Administration

Two chancellors headed the University of Nebraska during the 1940s, and they were as different as night and day. While Boucher held the reins during the first half of the 1940s through World War II, Gustavson took command during the peacetime years.

C.S. Boucher: The Isolationist Intellectual

During the “Duration,” UNL was under the command of chancellor C.S. Boucher, an academic man with little interest in war. He, in fact, advised students to stay in school and stay out of the war effort altogether. Neutrality was the path of choice to Boucher, and he was not alone: nearly 80% of the United States population at the time was against World War II, after seeing the devastation and pointlessness of World War I. However, after the U.S. joined the Allied powers, Boucher was forced to recognize the effect it would have on the university. He responded by sending out publications detailing his programs for UNL during and after the war, which mostly emphasized that students should remain in school for as long as possible, as the country needed all skill types during critical times. Boucher built his programs around President Roosevelt’s quote, “The message I would emphasize to you this year is that America will always need men and women with college training. Government and industry shall need men and women of broad understanding and special aptitudes to serve as leaders of the generation which much manage the postwar world. We must, therefore, redouble our efforts during these critical times to make our schools and colleges render ever more efficient service and support of our cherished democratic institutions.” Boucher had repeated conflicts with his own faculty and students for his dislike of the military. The fact that a few of his own staff invited the military to house cadets on campus, in love library, only further isolated Boucher, and by the end of 1945 he had virtually retired, surrendering the vast majority of his power to Dean Thompson, who led the university from 1945 to 1946, when Ruben Gustavson arrived.

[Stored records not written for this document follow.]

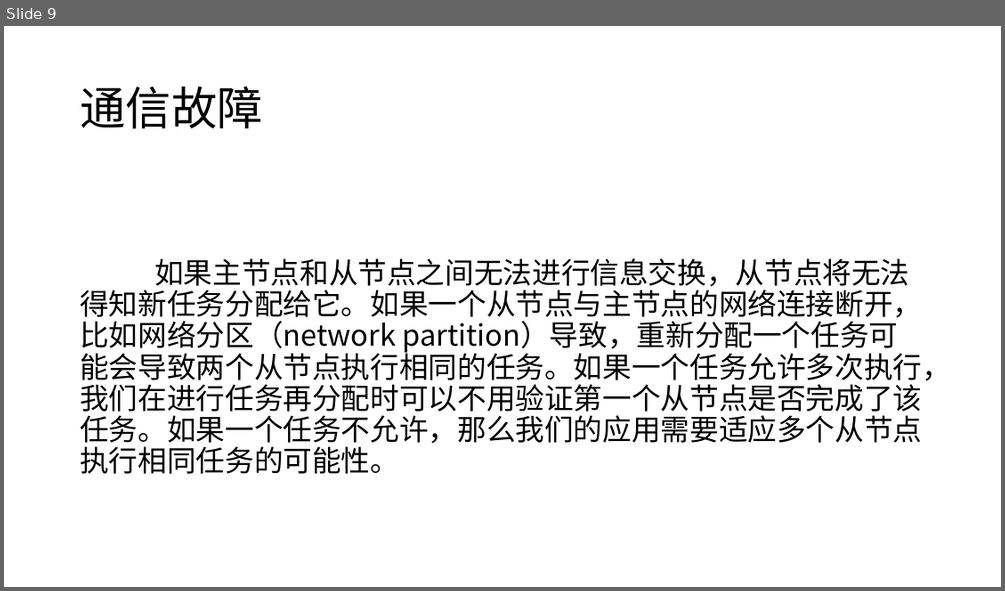
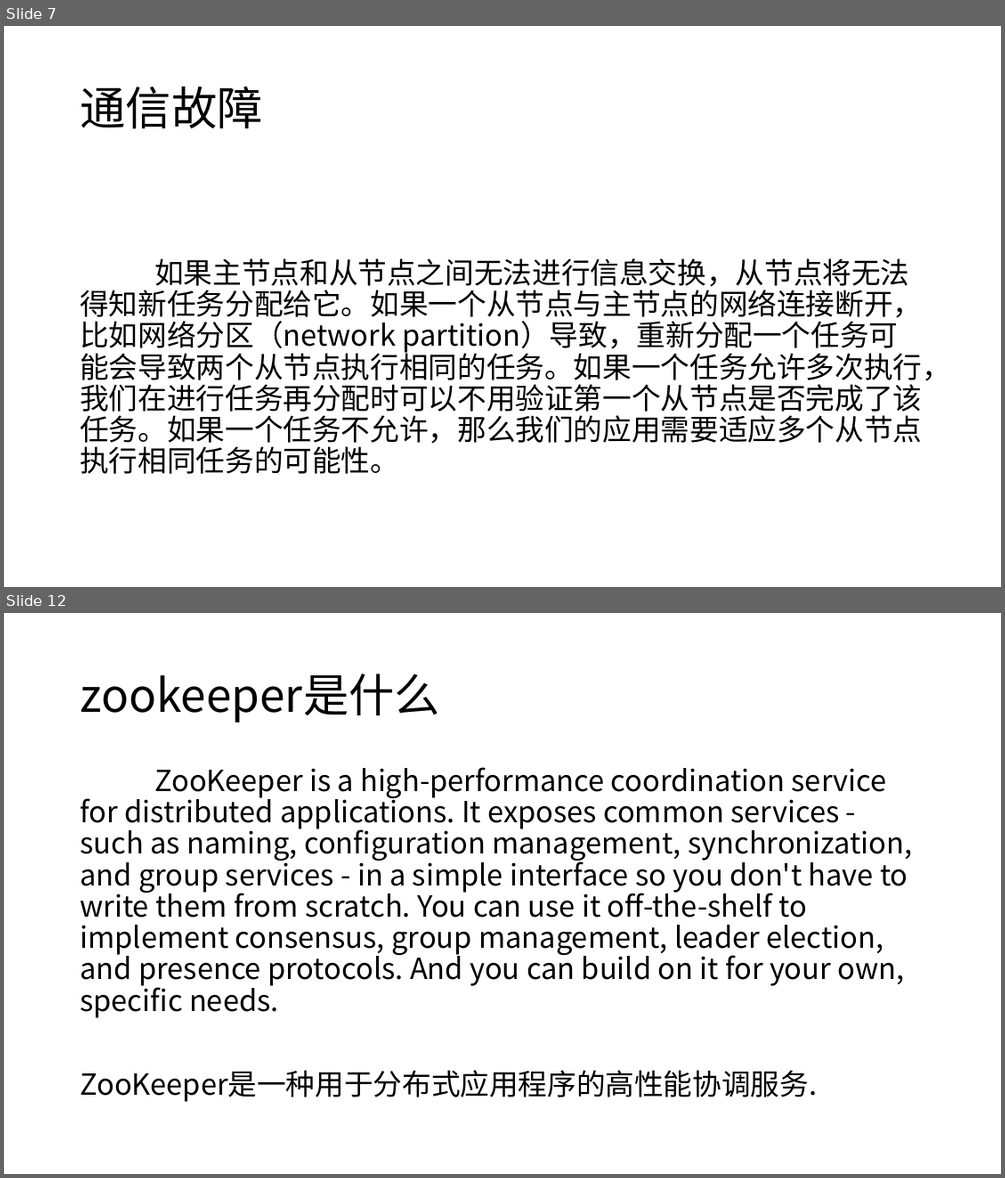
Before and after one commit to moxingwang/zookeeper, a slide deck: zookeeper.pptx. Shown one above the other, each under a label of ours: slide 9 before the commit, slides 7 and 12 after it; the slides between them are not shown. The pictures are 1005x591 and 1005x1178 pixels, drawn with LibreOffice and Linux fonts; fonts in the diff are those of the drawing. Boxes give left, top, right and bottom in pixels: in the first picture for what was removed or moved away, otherwise in the second. Text is boxed around its words. In the diff, an @@ line names an element or a change of style, - is before the commit and + after.

```diff
--- a/zookeeper.pptx
+++ b/zookeeper.pptx
@@ slide 12 added at (4,613,1001,1174), background #FFFFFF @@
@@ title added at (80,674,440,722), 44 pt, text #000000 @@
+zookeeper是什么
@@ text added at (80,767,912,1102), 28 pt, text #000000 @@
+ZooKeeper is a high-performance coordination service for distributed applications. It exposes common services - such as naming, configuration management, synchronization, and group services - in a simple interface so you don't have to write them from scratch. You can use it off-the-shelf to implement consensus, group management, leader election, and presence protocols. And you can build on it for your own, specific needs.
+ZooKeeper是一种用于分布式应用程序的高性能协调服务.
@@ what was slide 9 is now slide 7 @@
```
Also in this commit, not shown: 4 slides changed, 15 other slides added, 2 slides removed.
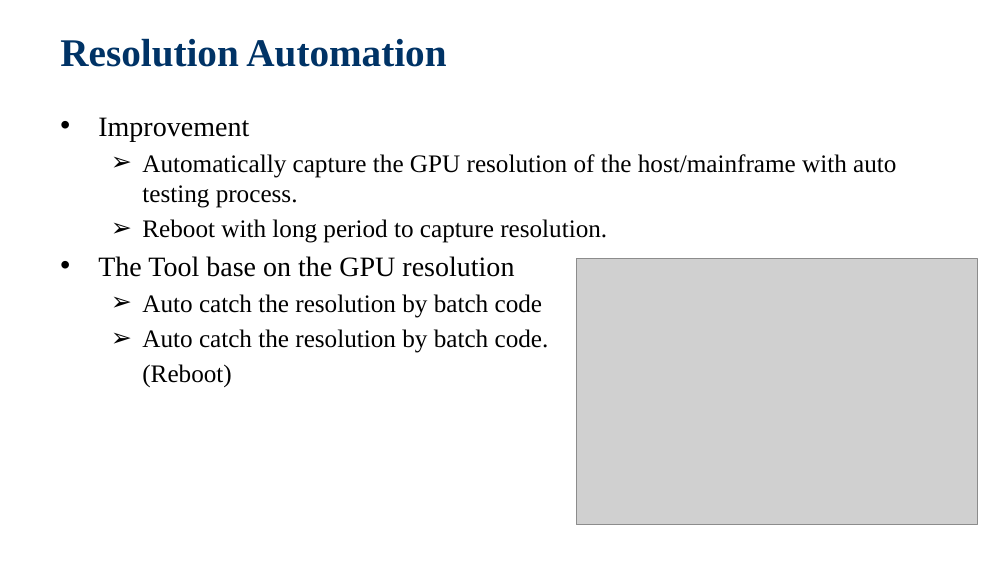
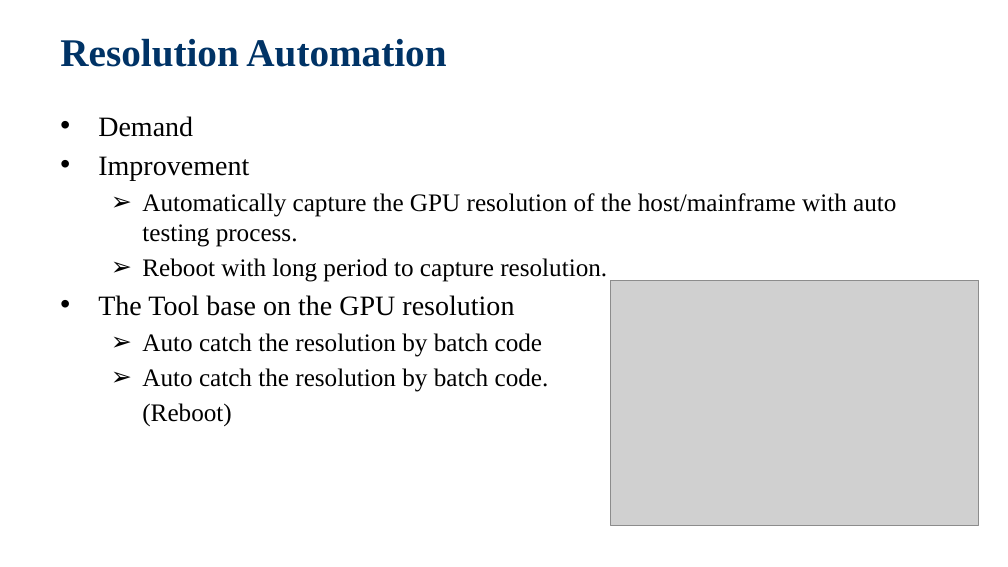
Before and after one commit to jackiejay888/automation, a slide deck: slide 18 of kpi/Test Automation_20200219_2.pptx. Drawn at 1008x567 pixels with LibreOffice and Linux fonts; fonts in the diff are those of the drawing; grey boxes stand for pictures; background and template pictures are left out. Boxes give left, top, right and bottom in pixels: in the first picture for what was removed or moved away, otherwise in the second. Text is boxed around its words. In the diff, an @@ line names an element or a change of style, - is before the commit and + after.

```diff
--- a/kpi/Test Automation_20200219_2.pptx
+++ b/kpi/Test Automation_20200219_2.pptx
@@ text at box(98, 116, 193, 137): paragraph added @@
+  • Demand
@@ picture: place and size @@
-picture at box(577, 258, 978, 524)
+picture at box(610, 280, 979, 525)
```
Also in this commit, not shown: 7 other slides changed, 1 other file.
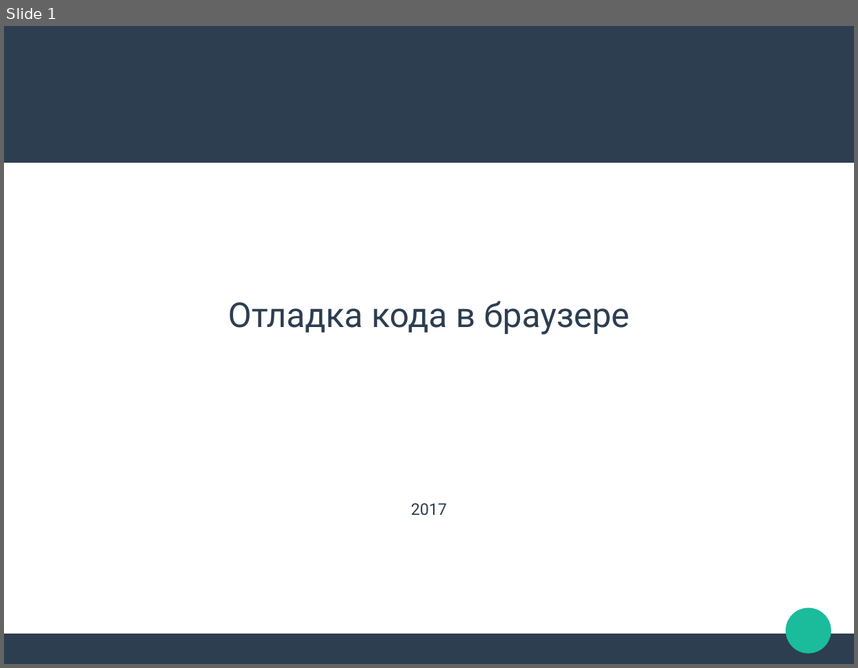
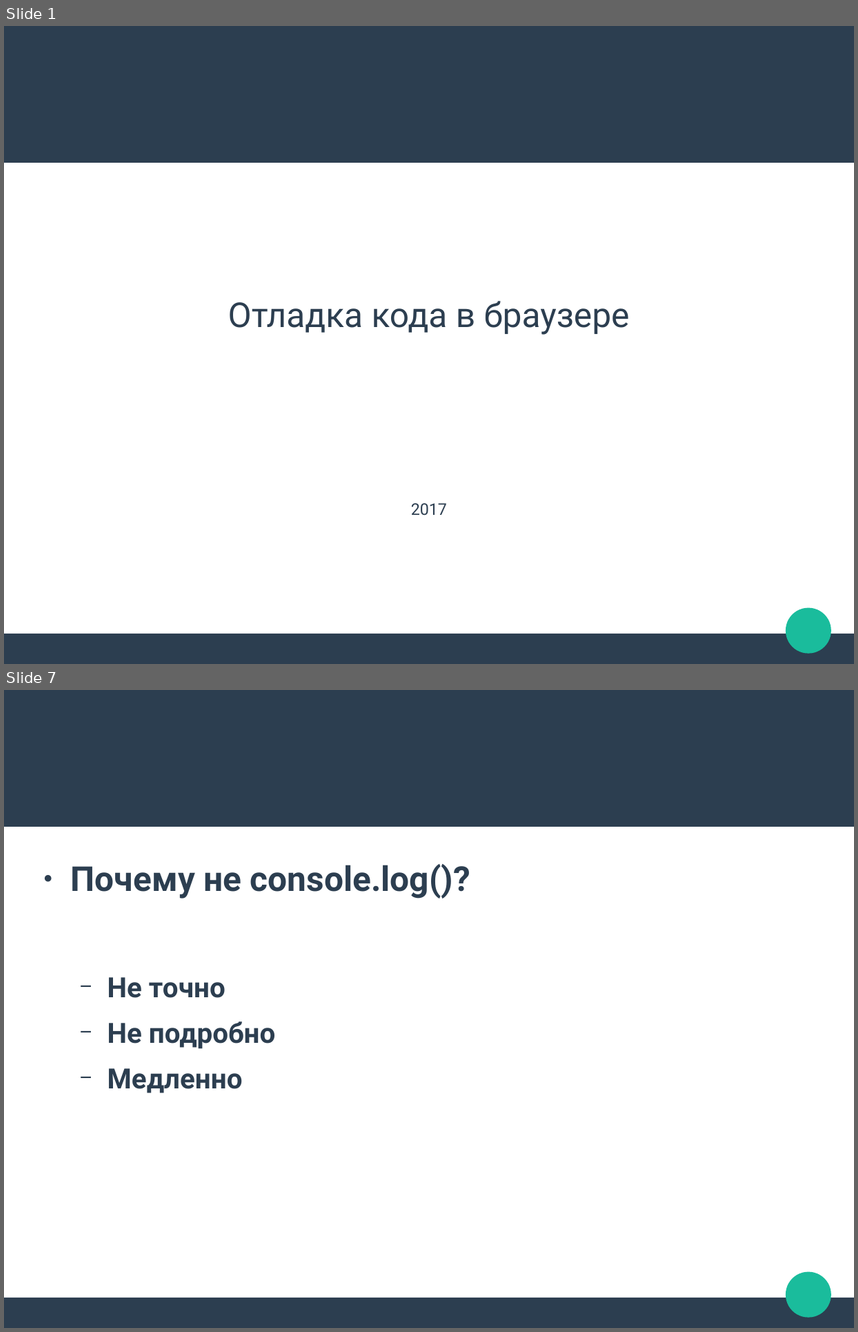
Before and after one commit to vborshchov/js-debugging, a slide deck: Slides-code-debugging.odp. Shown one above the other, each under a label of ours: slide 1 before the commit, slides 1 and 7 after it; the slides between them are not shown. The pictures are 858x668 and 858x1332 pixels, drawn with LibreOffice and Linux fonts; fonts in the diff are those of the drawing. Boxes give left, top, right and bottom in pixels: in the first picture for what was removed or moved away, otherwise in the second. Text is boxed around its words. In the diff, an @@ line names an element or a change of style, - is before the commit and + after.

```diff
--- a/Slides-code-debugging.odp
+++ b/Slides-code-debugging.odp
@@ slide 7 added at (4, 690, 854, 1328), background #FFFFFF; not listed: 3 template elements that a slide beside it also shows @@
@@ text added at (71, 864, 470, 1093), 26 pt, text #2C3E50, bold @@
+● Почему не console.log()?
+  − Не точно
+  − Не подробно
+  − Медленно
```
Also in this commit, not shown: 1 slide changed, 21 other slides added, 19 other files.

Ruben Gustavson: The Humble Researcher

Boucher resigned in 1946, and Ruben Gustavson took his place as chancellor. With the influx of older students generated by the G.I. Bill, Gustavson had his hands full in a half-decade marked by pranks, drinking, riots, and discontent on campus. Older students, who were allowed the chance to attend college after serving in the military felt above the rules and largely ignored them. Panty raids and bonfires occurred, as well as a full-out riot over lack of parking. Widespread irritation occurred over the cramped, crowded city campus with stuffed freshmen dormitories. While students let out their frustration in wild hijinks, letters from concerned parents flooded in. Gustavson chose to regard the pranks as tomfoolery, and the students got a slap on the wrist, which of course only served to make him more popular, in spite of his intense disapproval of the football cult that developed on the university's campus. He instead focused on expanding the university’s research to counter the community’s attacks on UNL’s reputation. This played directly into the reason the university was founded under the Morril Act: as a place of research and practical learning.  His renewed interest in improving agriculture for the state was applauded, as Nebraska was, and still is, an agricultural state. He was beloved by the student population, who referred to him affectionately as “Gus,” for his gentle but firm rule, and while parents had mixed opinions, the advances that the university’s college of agriculture made under his direction smoothed over any conflicts. UNL, for the first time, began to appear on the national stage as a research institution.